Appdomains and named events

D

Dilip

I have a peculiar problem that I am not sure how to solve.

I have a C# application that has 2 appdomains. The default appdomain
just exposes a remoting end point that external applications can call
into if they want to re-start code executing in the other appdomain.
The main thread of the other appdomain creates a named event and waits
on it (while the actual code is executing in other threads).

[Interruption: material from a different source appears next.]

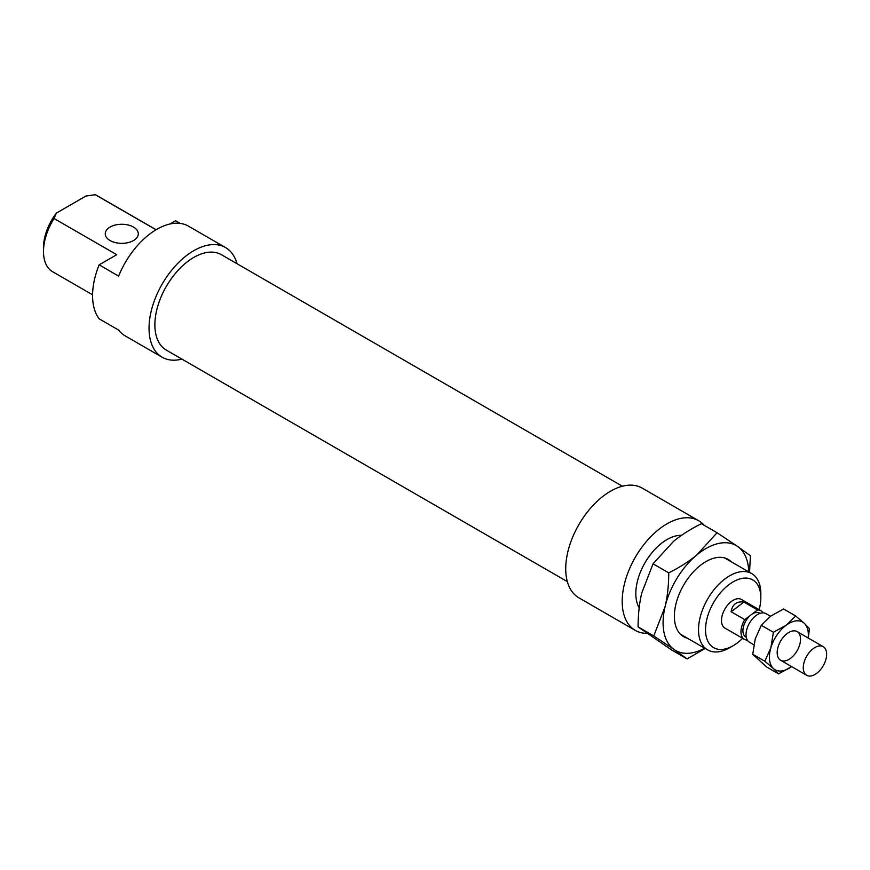 <?xml version="1.0" encoding="UTF-8"?>
<svg xmlns="http://www.w3.org/2000/svg" width="870" height="870" viewBox="0 0 870 870"><rect width="100%" height="100%" fill="white"/><g stroke="black" fill="none" stroke-linecap="round" stroke-linejoin="round"><path stroke-width="1.3" d="M236.999 263.708A63.336 36.562 120 0 0 225.482 247.526L188.485 226.167A63.336 36.562 120 0 0 118.614 276.094L99.147 264.85L116.743 254.692L54.049 218.5L56.365 213.106L85.934 196.044L95.265 194.706A44.055 25.437 -60 0 1 96.679 195.424L156.1 229.724M95.265 194.706L156.024 229.778M169.889 224.014L175.555 220.741L180.188 223.416M110.088 240.544A16.519 9.537 0 0 0 128.097 242.621A16.519 9.537 0 0 0 138.297 233.802A16.519 9.537 0 0 0 121.778 224.264A16.519 9.537 0 0 0 105.248 233.802A16.519 9.537 0 0 0 110.088 240.544M92.579 294.799L52.624 271.734A44.055 25.437 -60 0 1 43.5 251.56A44.055 25.437 -60 0 1 54.049 218.5M56.365 213.106A39.106 22.576 120 0 0 43.5 247.515L43.5 251.56M99.147 264.85A63.336 36.562 120 0 0 99.147 318.812L118.614 330.056A63.336 36.562 120 0 0 125.16 335.863L162.157 357.233A63.336 36.562 120 0 0 181.917 359.103M760.826 593.764A44.055 25.437 120 0 0 751.702 573.591A44.055 25.437 120 0 0 707.647 599.028A44.055 25.437 120 0 0 707.647 649.912A44.055 25.437 120 0 0 729.669 647.726L733.182 645.703A39.106 22.576 -60 0 1 705.526 629.739A39.106 22.576 -60 0 1 733.182 581.845A39.106 22.576 -60 0 1 760.826 597.81L760.826 593.764M760.826 597.81A39.106 22.576 -60 0 1 759.162 609.696M742.643 638.319A39.106 22.576 -60 0 1 733.182 645.703M681.536 535.344A44.055 25.437 120 0 0 645.149 562.488A44.055 25.437 120 0 0 639.178 607.836M763.044 612.861A16.519 9.537 120 0 0 760.913 610.707L741.436 599.463A16.519 9.537 120 0 0 724.917 609A16.519 9.537 120 0 0 724.917 628.086L744.394 639.33A16.519 9.537 120 0 0 747.319 640.102M225.482 247.526A63.336 36.562 120 0 0 162.157 284.099A63.336 36.562 120 0 0 162.157 357.233M622.409 486.232L221.361 254.682A55.071 31.798 120 0 0 166.279 286.48A55.071 31.798 120 0 0 166.279 350.077L567.338 581.617M704.211 525.317A63.336 36.562 120 0 0 698.643 520.706L642.18 488.103A63.336 36.562 120 0 0 578.844 524.664A63.336 36.562 120 0 0 578.844 597.799L635.307 630.402A63.336 36.562 120 0 0 646.899 633.371M698.643 520.706A63.336 36.562 120 0 0 635.307 557.268A63.336 36.562 120 0 0 635.307 630.402M731.126 611.751C732.409 604.335 736.662 601.105 743.893 602.073L757.52 609.946L744.764 619.625L731.126 611.751L743.893 602.073M760.913 610.707A16.519 9.537 120 0 0 757.52 609.946M760.032 613.383L759.532 613.089A13.768 7.95 120 0 0 751.136 614.785A13.768 7.95 120 0 0 743.393 626.879A13.768 7.95 120 0 0 745.764 636.938L746.264 637.231M744.764 619.625A16.519 9.537 120 0 0 744.394 639.33M770.537 616.264L765.97 613.633A16.519 9.537 120 0 0 749.451 623.17A16.519 9.537 120 0 0 749.451 642.245L753.855 644.79M826.5 652.228A16.519 9.537 120 0 0 823.216 646.682A16.519 9.537 120 0 0 806.697 656.219A16.519 9.537 120 0 0 806.697 675.294A16.519 9.537 120 0 0 820.258 669.954A16.519 9.537 120 0 0 826.5 652.228M717.076 532.744L737.564 546.425A60.585 34.974 120 0 0 696.739 555.016A60.585 34.974 120 0 0 665.093 606.629A60.585 34.974 120 0 0 674.272 649.64L653.772 635.959L665.093 606.629C667.453 596.689 668.682 585.445 668.758 572.884C679.796 567.305 689.127 561.346 696.739 555.016L717.076 532.744L701.361 523.675C690.312 529.254 680.982 535.202 673.369 541.531L653.044 563.803L641.723 593.144C639.363 603.073 638.145 614.329 638.069 626.889L671.401 649.836L687.115 658.905L674.272 649.64A60.585 34.974 120 0 0 704.678 648.193M705.146 648.465L687.115 658.905M748.733 571.884A60.585 34.974 120 0 0 737.564 546.425L750.408 555.691L749.559 572.351M638.069 626.889L653.772 635.959M653.044 563.803L668.758 572.884M687.387 638.21A44.609 25.752 -60 0 1 682.613 636.035A44.609 25.752 -60 0 1 674.37 616.243A44.609 25.752 -60 0 1 705.918 561.618A44.609 25.752 -60 0 1 731.442 561.9M777.291 654.403A16.519 9.537 -60 0 1 777.269 654.283A16.519 9.537 -60 0 1 790.297 631.707A16.519 9.537 -60 0 1 800.541 639.689A16.519 9.537 -60 0 1 789.427 659.079A16.519 9.537 -60 0 1 777.291 654.403M764.839 661.233L770.863 647.769A27.535 15.899 120 0 0 773.452 668.562L764.839 661.233L752.746 654.251L766.47 666.888L778.574 673.869L773.452 668.562A27.535 15.899 120 0 0 791.45 666.714A27.535 15.899 120 0 0 791.624 666.594L778.574 673.869M773.397 632.283L786.284 625.139A27.535 15.899 120 0 0 770.863 647.769L773.397 632.283L761.304 625.302L755.28 638.776L752.746 654.251M786.284 625.139L795.68 615.971L804.282 623.29A27.535 15.899 120 0 0 786.284 625.139M808.143 637.982A27.535 15.899 120 0 0 804.282 623.29L809.415 628.608L808.295 638.069M795.68 615.971L783.587 608.989L770.7 616.145L761.304 625.302M680.394 634.176L707.647 649.912M724.449 557.866L751.702 573.591M780.607 660.232L806.697 675.294M797.127 631.62L823.216 646.682"/></g></svg>
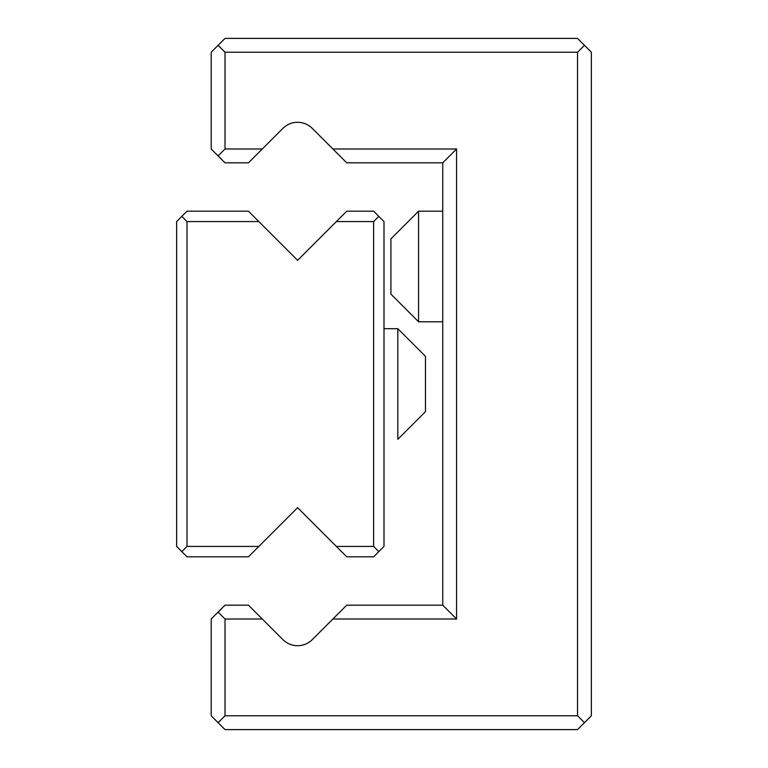 <?xml version="1.0" encoding="UTF-8"?>
<svg xmlns="http://www.w3.org/2000/svg" width="768" height="768" viewBox="0 0 768 768"><rect width="100%" height="100%" fill="white"/><g stroke="black" fill="none" stroke-linecap="round" stroke-linejoin="round"><path stroke-width="1.15" d="M397.824 328.704L425.472 356.352L425.472 411.648L397.824 439.296L397.824 328.704L384 328.704M577.536 729.6L225.024 729.6L211.2 715.776L211.2 619.008L225.024 605.184L248.477 605.184L282.941 639.638A20.736 20.736 0 0 0 312.259 639.638L346.723 605.184L442.752 605.184L442.752 162.816L346.723 162.816L312.259 128.362A20.736 20.736 0 0 0 282.941 128.362L262.301 148.992L225.024 148.992L225.024 52.224L218.112 45.312L225.024 38.4L577.536 38.4L591.36 52.224L591.36 715.776L577.536 729.6M332.899 148.992L456.576 148.992L456.576 619.008L332.899 619.008M262.301 619.008L225.024 619.008L225.024 715.776L577.536 715.776L577.536 52.224L225.024 52.224M262.301 148.992L248.477 162.816L225.024 162.816L218.112 155.904L225.024 148.992M225.024 619.008L218.112 612.096M218.112 155.904L211.2 148.992L211.2 52.224L218.112 45.312M218.112 722.688L225.024 715.776M584.448 45.312L577.536 52.224M577.536 715.776L584.448 722.688M442.752 605.184L456.576 619.008M442.752 162.816L456.576 148.992M258.845 546.432L248.477 556.8L187.008 556.8L181.824 551.616L187.008 546.432L258.845 546.432L297.6 507.677L336.355 546.432L373.632 546.432L373.632 221.568L336.355 221.568L297.6 260.323L258.845 221.568L187.008 221.568L181.824 216.384L187.008 211.2L248.477 211.2L258.845 221.568M336.355 221.568L346.723 211.2L373.632 211.2L384 221.568L384 546.432L373.632 556.8L346.723 556.8L336.355 546.432M181.824 551.616L176.64 546.432L176.64 221.568L181.824 216.384M187.008 221.568L187.008 546.432M373.632 546.432L378.816 551.616M378.816 216.384L373.632 221.568M418.56 321.792L390.912 294.144L390.912 238.848L418.56 211.2L418.56 321.792L442.752 321.792M418.56 211.2L442.752 211.2"/></g></svg>

So when
the remoting end point recieves a call to restart the other appdomain,
I just set the named event to signaled state so that the main thread
in the other appdomain is released and the appdomain subsequently
shuts down.

Now.. for reasons we can't do anything about, other external
applications can also shut down that piece of code by directly opening
the named event and setting it.

My question is, is there a way I can distinguish (from inside the C#
application), whether the other appdomain is shut down as a result of
a call received from the remoting endpoint or externally by another
application?

The reason I am asking is, the other appdomain will be relaunched if
it was shut down as a result of a request received from the remoting
endpoint -- if it was shut down as a result of some external
application directly triggering the named event then I want the entire
process to simply shut down, period.

Am I making sense?
 
P

Peter Duniho

[...]
Now.. for reasons we can't do anything about, other external
applications can also shut down that piece of code by directly opening
the named event and setting it.

My question is, is there a way I can distinguish (from inside the C#
application), whether the other appdomain is shut down as a result of
a call received from the remoting endpoint or externally by another
application? [...]

I don't know of a way to find out who set the event, though that doesn't
mean there isn't one.

But, can you just use a different named event for the in-process signaling
than for the cross-process signaling? Presumably you can't change the
name used for cross-process signaling, but why not create a different
named event for the internal signaling and use that?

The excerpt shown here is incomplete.